[Records from a dataset]
*** Begin section ***
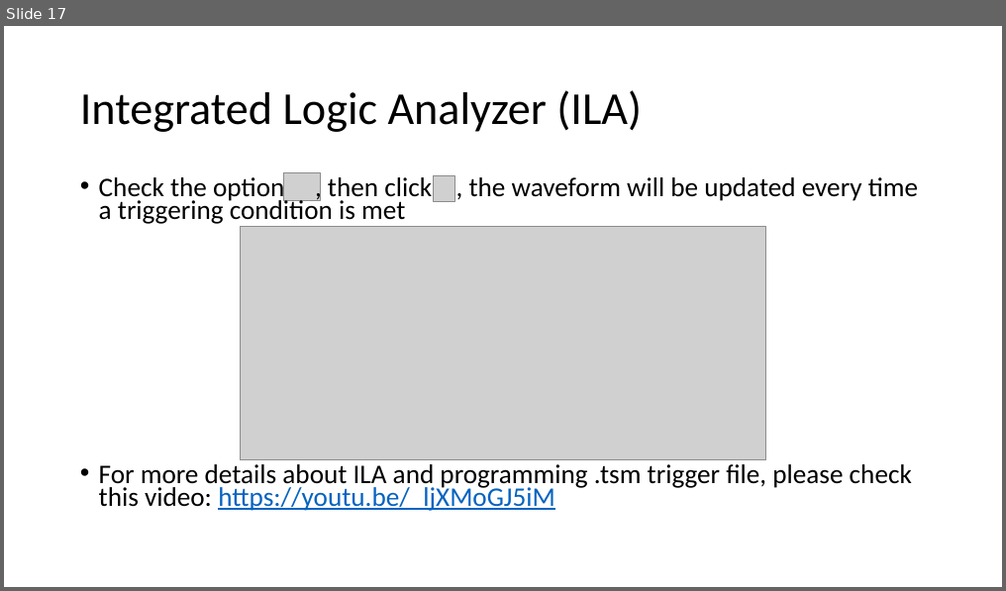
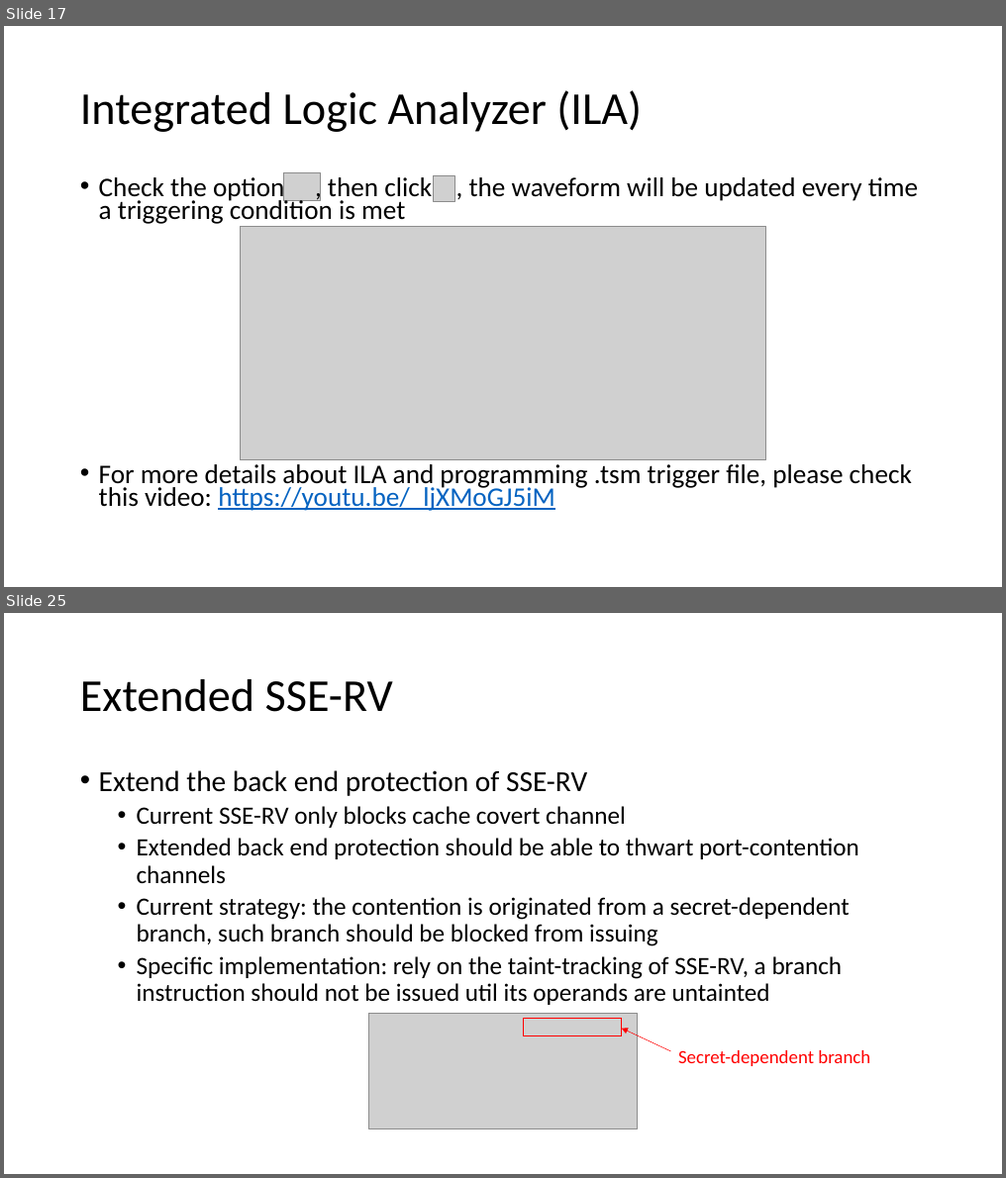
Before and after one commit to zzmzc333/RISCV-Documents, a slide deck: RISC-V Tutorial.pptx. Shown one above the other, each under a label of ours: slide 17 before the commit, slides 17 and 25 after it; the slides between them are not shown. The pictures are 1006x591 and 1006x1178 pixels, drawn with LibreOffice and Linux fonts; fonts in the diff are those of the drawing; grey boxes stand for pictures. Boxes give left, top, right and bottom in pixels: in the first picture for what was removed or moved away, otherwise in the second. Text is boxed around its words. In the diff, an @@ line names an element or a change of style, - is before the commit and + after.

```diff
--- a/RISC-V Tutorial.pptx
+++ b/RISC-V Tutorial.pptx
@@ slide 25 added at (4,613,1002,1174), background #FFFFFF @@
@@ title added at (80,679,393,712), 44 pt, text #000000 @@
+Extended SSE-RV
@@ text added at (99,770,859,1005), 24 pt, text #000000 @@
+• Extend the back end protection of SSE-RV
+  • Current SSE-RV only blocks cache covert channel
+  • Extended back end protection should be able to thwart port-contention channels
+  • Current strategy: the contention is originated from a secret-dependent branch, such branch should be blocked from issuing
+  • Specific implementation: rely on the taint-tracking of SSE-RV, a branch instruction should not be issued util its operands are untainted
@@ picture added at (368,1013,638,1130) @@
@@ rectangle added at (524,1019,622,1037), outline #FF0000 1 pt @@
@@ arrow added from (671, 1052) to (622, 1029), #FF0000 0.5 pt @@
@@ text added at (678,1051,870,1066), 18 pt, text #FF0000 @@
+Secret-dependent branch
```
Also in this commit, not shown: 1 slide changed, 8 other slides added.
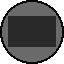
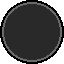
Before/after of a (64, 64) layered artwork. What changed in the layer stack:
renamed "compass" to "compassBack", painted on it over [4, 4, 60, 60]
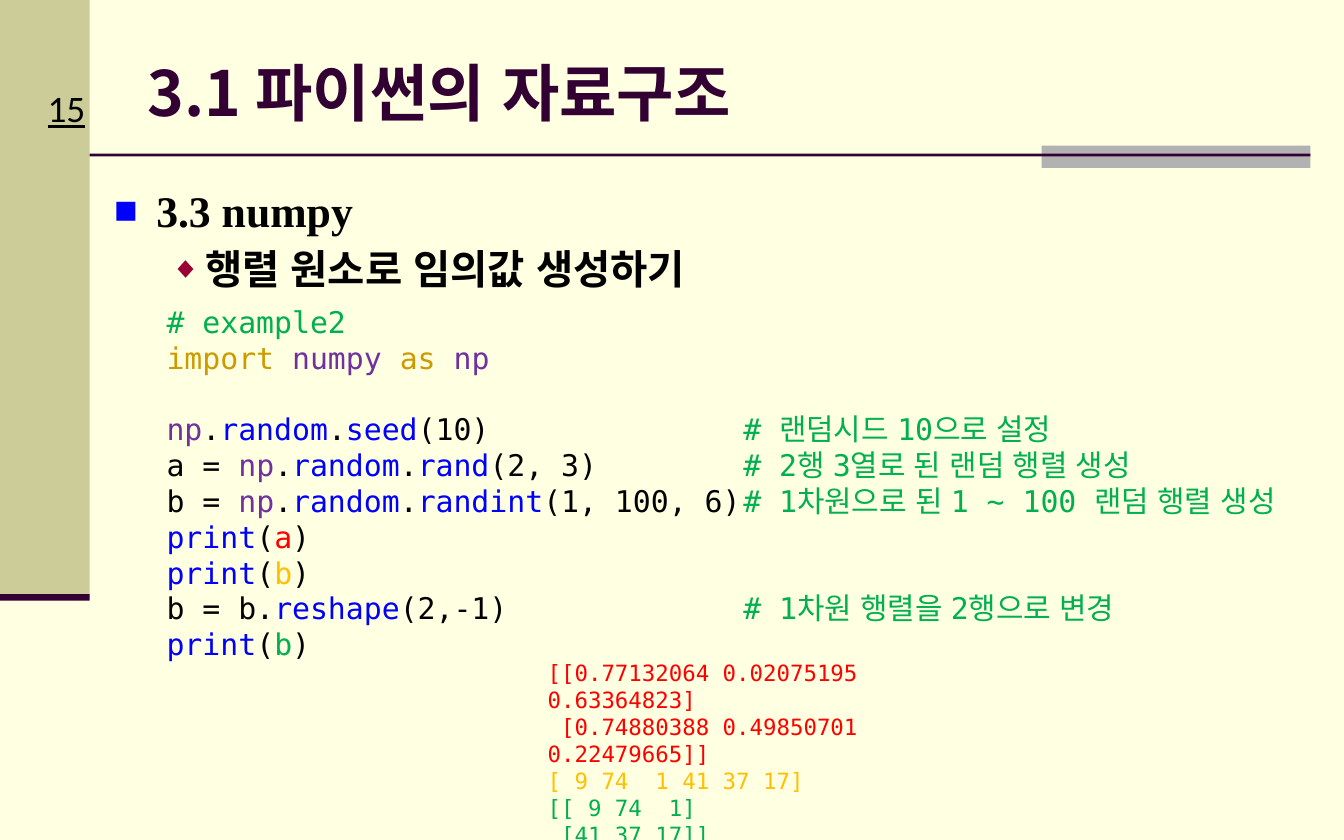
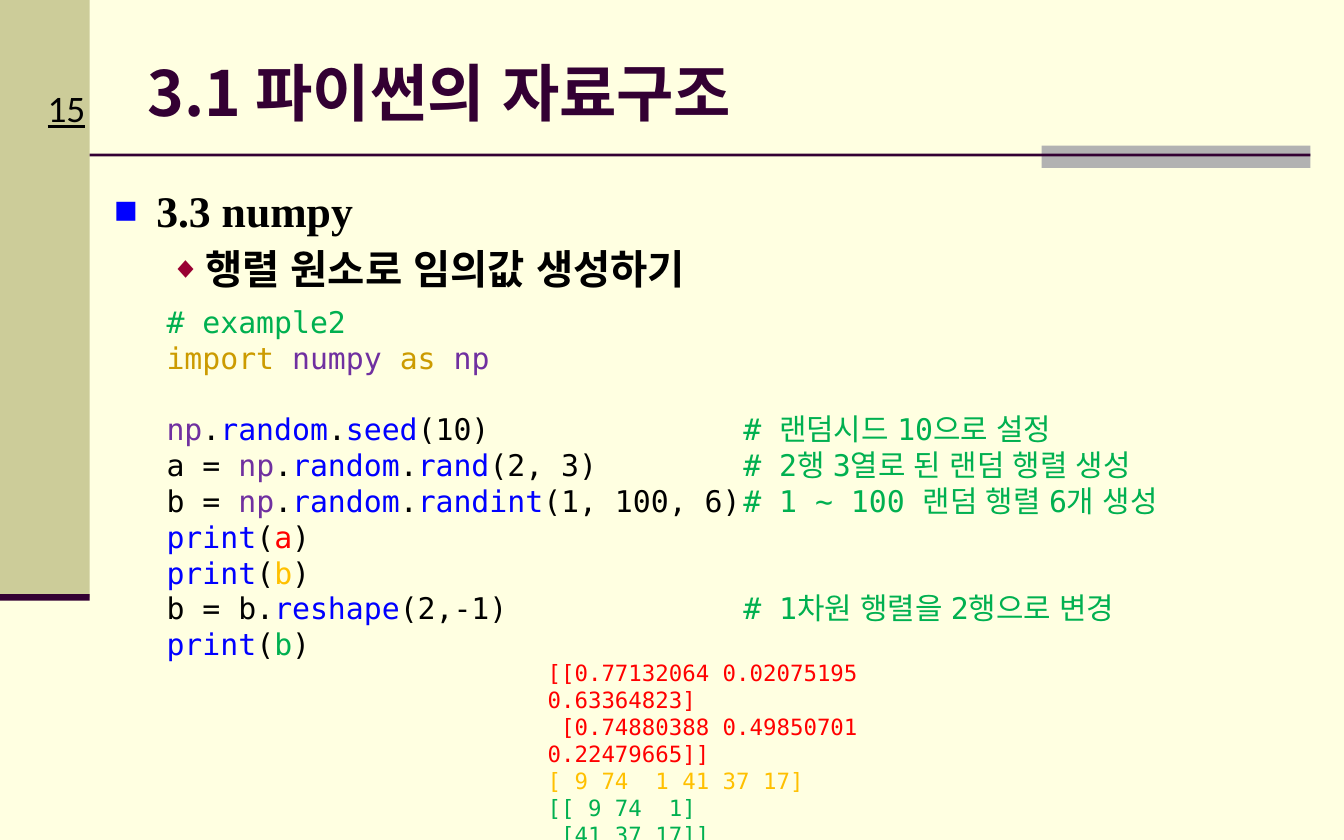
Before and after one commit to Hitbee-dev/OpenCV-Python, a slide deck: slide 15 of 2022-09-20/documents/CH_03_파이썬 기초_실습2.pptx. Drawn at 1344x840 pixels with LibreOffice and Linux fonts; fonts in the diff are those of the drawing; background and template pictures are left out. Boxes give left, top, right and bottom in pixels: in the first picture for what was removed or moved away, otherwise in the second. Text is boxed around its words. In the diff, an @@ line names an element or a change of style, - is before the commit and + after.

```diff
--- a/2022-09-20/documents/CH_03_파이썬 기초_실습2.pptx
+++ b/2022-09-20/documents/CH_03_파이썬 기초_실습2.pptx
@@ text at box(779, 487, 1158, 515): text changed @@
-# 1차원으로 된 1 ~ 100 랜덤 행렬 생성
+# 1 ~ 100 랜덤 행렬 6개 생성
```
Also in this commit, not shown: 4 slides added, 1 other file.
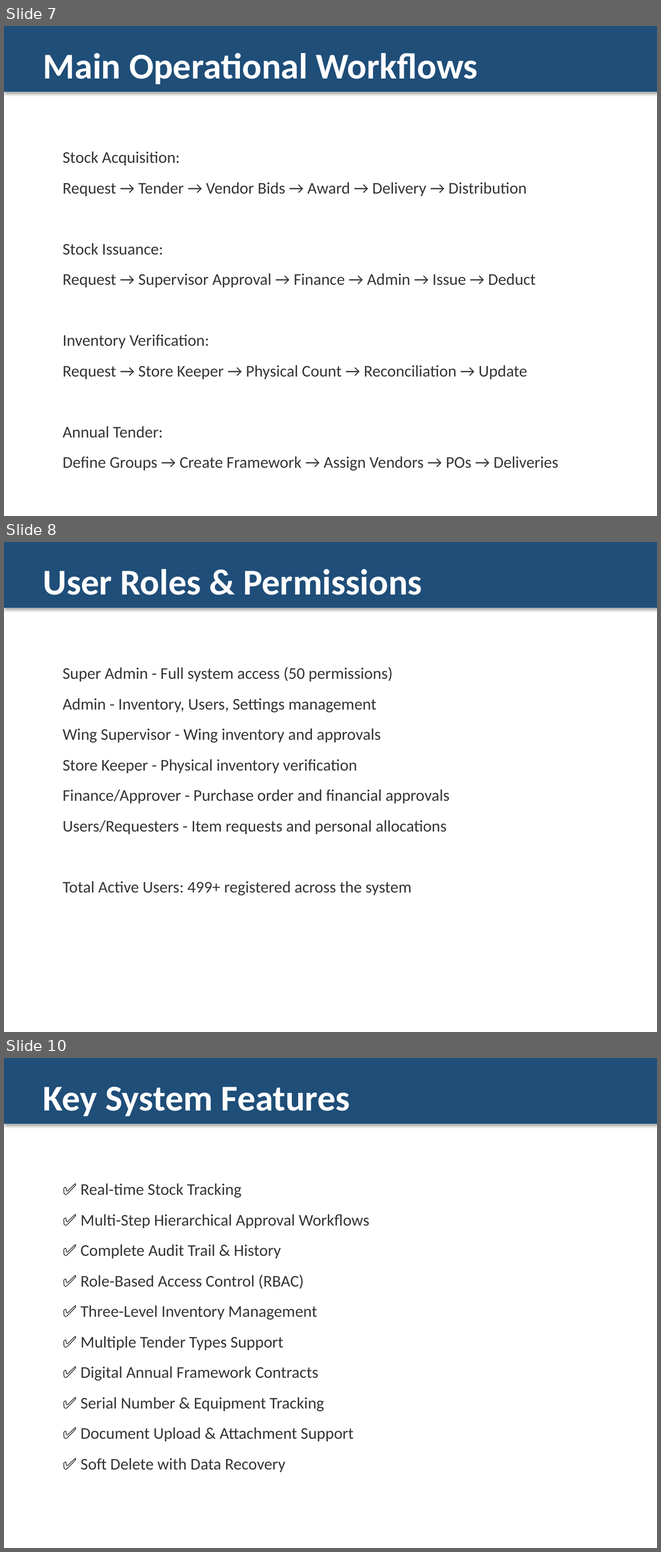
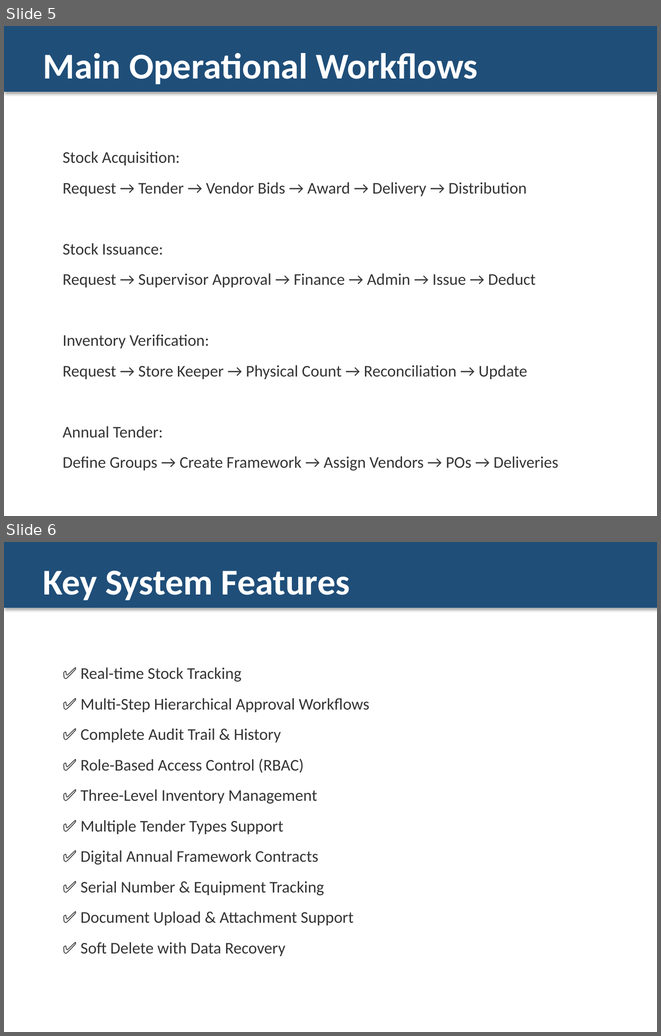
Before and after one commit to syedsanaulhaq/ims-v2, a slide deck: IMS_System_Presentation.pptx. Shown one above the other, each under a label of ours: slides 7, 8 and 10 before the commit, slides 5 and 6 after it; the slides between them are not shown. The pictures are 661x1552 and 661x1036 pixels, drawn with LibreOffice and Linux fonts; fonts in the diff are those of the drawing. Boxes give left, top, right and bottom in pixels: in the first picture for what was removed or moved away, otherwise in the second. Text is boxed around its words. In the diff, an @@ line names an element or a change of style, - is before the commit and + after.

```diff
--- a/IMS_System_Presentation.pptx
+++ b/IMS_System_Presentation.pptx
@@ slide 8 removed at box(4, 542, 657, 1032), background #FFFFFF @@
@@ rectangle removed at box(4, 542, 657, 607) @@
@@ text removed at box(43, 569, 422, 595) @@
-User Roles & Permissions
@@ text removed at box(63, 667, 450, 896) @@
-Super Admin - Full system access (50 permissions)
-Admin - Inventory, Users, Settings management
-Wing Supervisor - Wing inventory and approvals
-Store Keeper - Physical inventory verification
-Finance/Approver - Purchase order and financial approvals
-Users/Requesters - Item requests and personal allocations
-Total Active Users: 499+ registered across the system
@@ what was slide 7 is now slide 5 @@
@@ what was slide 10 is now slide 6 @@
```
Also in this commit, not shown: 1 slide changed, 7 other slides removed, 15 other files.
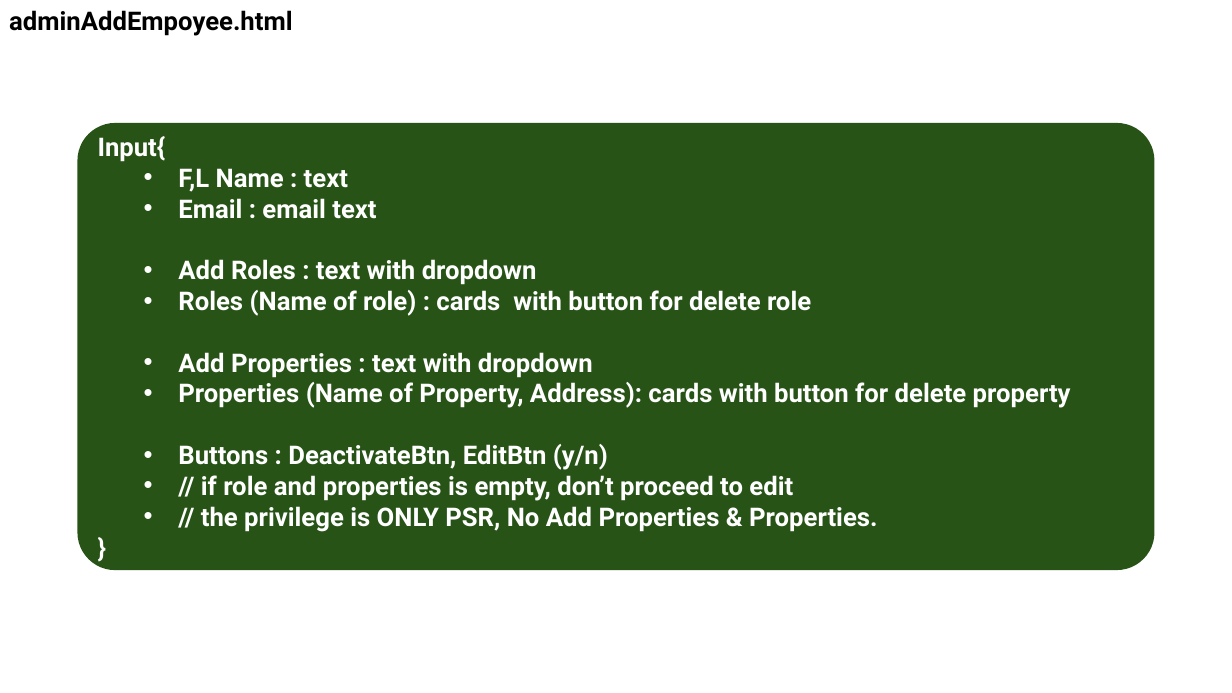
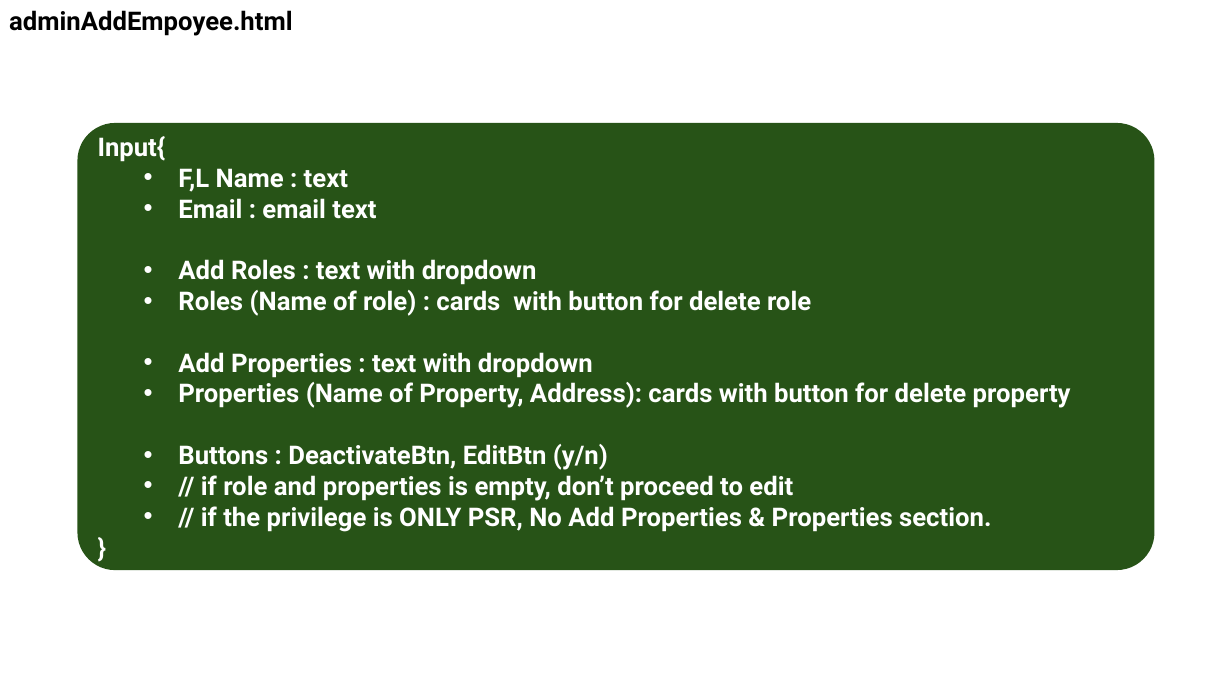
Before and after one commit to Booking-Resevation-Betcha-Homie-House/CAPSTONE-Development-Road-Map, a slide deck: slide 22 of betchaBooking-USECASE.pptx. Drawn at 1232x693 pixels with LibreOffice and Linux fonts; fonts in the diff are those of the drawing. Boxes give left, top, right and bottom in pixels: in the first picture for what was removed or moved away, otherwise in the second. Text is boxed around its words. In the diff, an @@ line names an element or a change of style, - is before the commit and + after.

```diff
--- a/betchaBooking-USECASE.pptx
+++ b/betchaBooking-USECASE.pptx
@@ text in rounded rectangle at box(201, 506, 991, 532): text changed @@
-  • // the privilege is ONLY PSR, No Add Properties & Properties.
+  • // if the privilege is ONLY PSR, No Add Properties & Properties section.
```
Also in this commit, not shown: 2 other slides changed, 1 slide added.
*** End section ***
* ASSIGNMENT *
Identify the lines in the entries that hold "approvals" and return each one.

* RESPONSE TO THIS EXERCISE *
-Wing Supervisor - Wing inventory and approvals
-Finance/Approver - Purchase order and financial approvals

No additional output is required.